** Opening INPUT MATERIAL block **
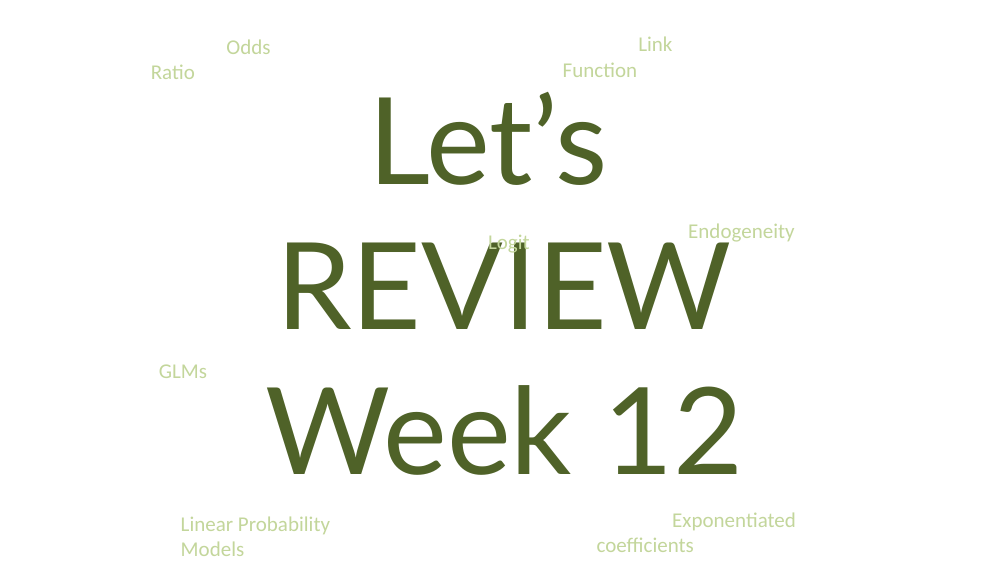
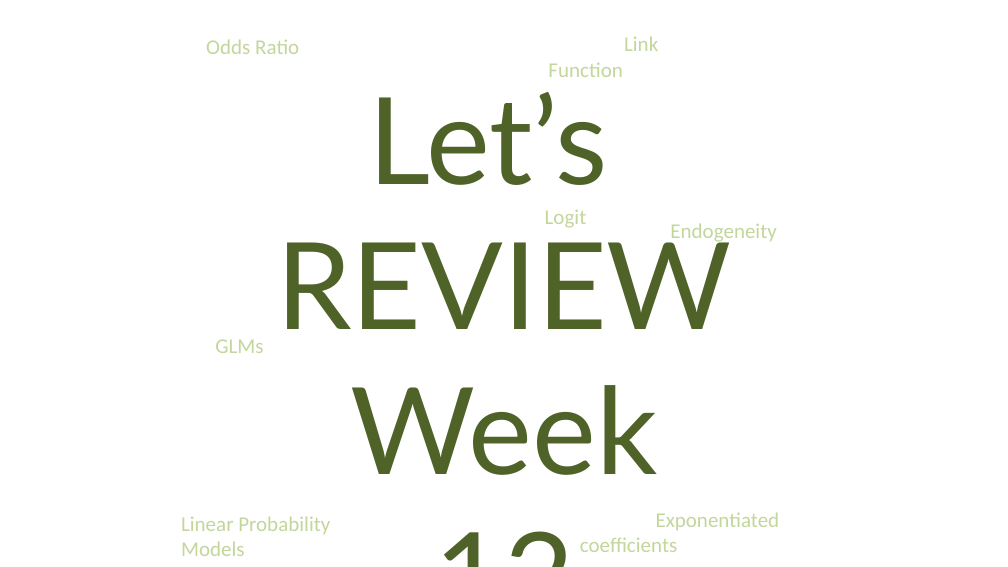
Before and after one commit to alexkcode/pa-541, a slide deck: slide 5 of PA_541_Week_13_PanelDataPart1_PooledCrossSect_STUDENT.pptx. Drawn at 1008x567 pixels with LibreOffice and Linux fonts; fonts in the diff are those of the drawing. Boxes give left, top, right and bottom in pixels: in the first picture for what was removed or moved away, otherwise in the second. Text is boxed around its words. In the diff, an @@ line names an element or a change of style, - is before the commit and + after.

```diff
--- a/PA_541_Week_13_PanelDataPart1_PooledCrossSect_STUDENT.pptx
+++ b/PA_541_Week_13_PanelDataPart1_PooledCrossSect_STUDENT.pptx
@@ text "Odds Ratio" rewrapped from [226, 39, 270, 54] to [206, 39, 299, 54] @@
@@ text "Link Function": place and size @@
-text "Link Function" at [638, 36, 672, 51]
+text "Link Function" at [624, 36, 658, 51]
@@ text "Let’s" rewrapped from [265, 92, 743, 475] to [276, 92, 731, 475] @@
@@ text "Logit": place and size @@
-text "Logit" at [488, 235, 530, 256]
+text "Logit" at [545, 210, 587, 228]
@@ text "Endogeneity": place and size @@
-text "Endogeneity" at [688, 223, 794, 245]
+text "Endogeneity" at [670, 223, 776, 245]
@@ text "GLMs": place and size @@
-text "GLMs" at [159, 364, 207, 378]
+text "GLMs" at [215, 339, 263, 353]
@@ text "Exponentiated coefficients": place and size @@
-text "Exponentiated coefficients" at [597, 512, 796, 552]
+text "Exponentiated coefficients" at [580, 512, 780, 552]
```
Also in this commit, not shown: 52 other slides changed, 2 slides added, 2 slides removed, 10 other files.
** Closing INPUT MATERIAL block **
> [PROBLEM REQUIREMENTS]: Look through the entries and give the number of lines containing the word "Logit". Add nothing else.

> [SOLUTION TO THIS TASK]: 3